Toyota Built 270,000 Engines That Could Seize at Highway Speed. Then It Fixed the Problem. Then the Fix Failed.
Across the 2014–2023 FARS window, the Toyota Tundra posted a fatality rate of 0.94 deaths per 100 million vehicle miles traveled. Second-safest full-size pickup in America by fatality rate, behind only the Ram 1500. Fourteen years of the 5.7-liter i-FORCE V8 grinding along without drama built that number. Then Toyota replaced it with a twin-turbo V6 called the V35A, and in less than two years the replacement had been recalled three times for the same catastrophic defect.
Wave one landed May 30, 2024: NHTSA Campaign 24V381000.[1] Toyota acknowledged that 102,092 Tundras and Lexus LX600s built between July 2021 and November 2022 contained engines where machining debris had not been cleared during assembly. Debris migrated to crankshaft main bearing number one, and under sustained load the bearing would fail, ending in complete engine seizure with no warning beyond a knock that arrives seconds before silence. Toyota did not attempt rebuilds, instead authorizing full engine replacement at roughly $10,000 per truck. Multiply that out: 102,092 engines at five figures each puts the floor somewhere north of a billion dollars, and that was before the scope grew.

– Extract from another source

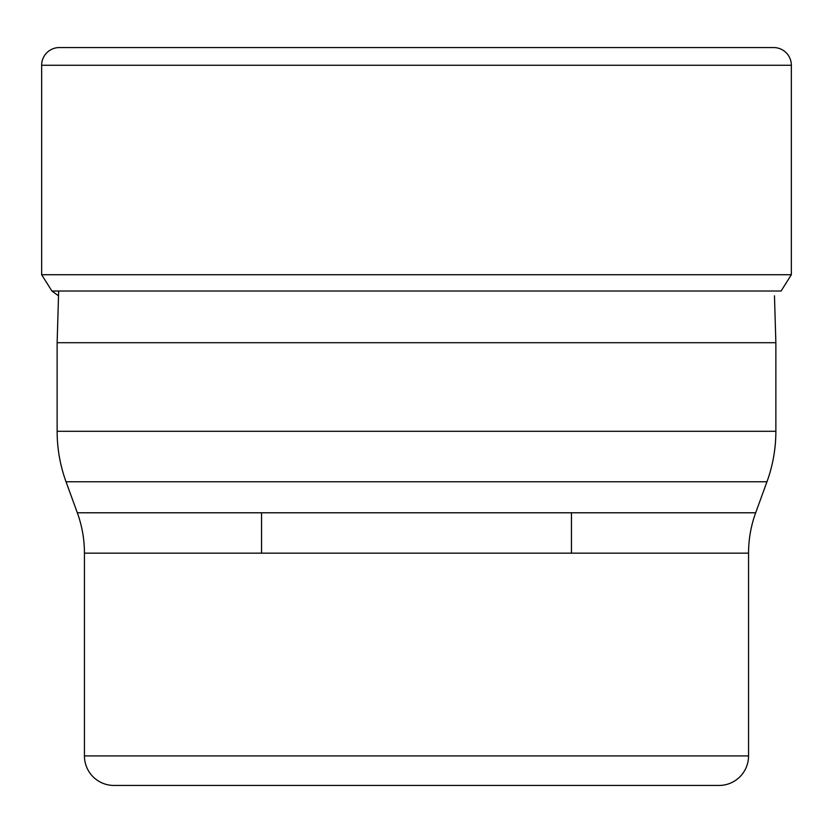 <?xml version="1.0" encoding="UTF-8"?>
<svg xmlns="http://www.w3.org/2000/svg" width="833" height="833" viewBox="0 0 833 833"><rect width="100%" height="100%" fill="white"/><g stroke="black" fill="none" stroke-linecap="round" stroke-linejoin="round"><path stroke-width="1.25" d="M51.906 291.009L41.65 274.723L51.906 291.009L58.529 295.819L51.906 291.009L781.094 291.009L791.35 274.723L791.35 65.266A17.712 17.712 0 0 0 773.638 47.554L59.362 47.554A17.712 17.712 0 0 0 41.65 65.266L41.65 274.723L41.65 65.266A17.712 17.712 0 0 1 59.362 47.554L70.357 47.554M41.65 274.723L791.35 274.723M775.867 342.707L57.133 342.707L57.133 431.286L775.867 431.286L775.867 342.707L774.471 295.819M719.035 785.446L113.965 785.446L719.035 785.446A29.519 29.519 0 0 0 748.555 755.927L748.555 553.164A118.067 118.067 0 0 1 755.677 512.784L766.964 481.755A147.576 147.576 0 0 0 775.867 431.286M766.964 481.755L66.036 481.755A147.576 147.576 0 0 1 57.133 431.286M66.036 481.755L77.323 512.784L755.677 512.784M748.555 553.164L84.445 553.164A118.067 118.067 0 0 0 77.323 512.784M84.445 553.164L84.445 755.927L748.555 755.927M113.965 785.446A29.519 29.519 0 0 1 84.445 755.927M261.541 512.784L261.541 553.164M571.459 512.784L571.459 553.164M58.664 291.009L57.133 342.707M791.35 65.266L41.65 65.266"/></g></svg>

Toyota also said the problem was contained. Buried in the defect information report was a reassuring sentence: V35A engines manufactured after November 2022 were built with “new or improved processes that better clear machining debris.”[2] Fix in, debris gone, new trucks clean.
Fifteen months later, the second wave hit. NHTSA Campaign 25V767000 expanded the population to 126,691 vehicles, now including 2024 Tundras, more LX600s, and the 2024 Lexus GX.[3] Tundra production dates in wave two ran through February 14, 2024, meaning trucks built more than a year after Toyota claimed the manufacturing process had been corrected were rolling off the line with the same contaminated bearings. Same defect, same bearing, same debris that was supposed to be gone. Wave two’s remedy, as of this writing, is listed as “under development.” Toyota has not yet figured out how to fix the fix.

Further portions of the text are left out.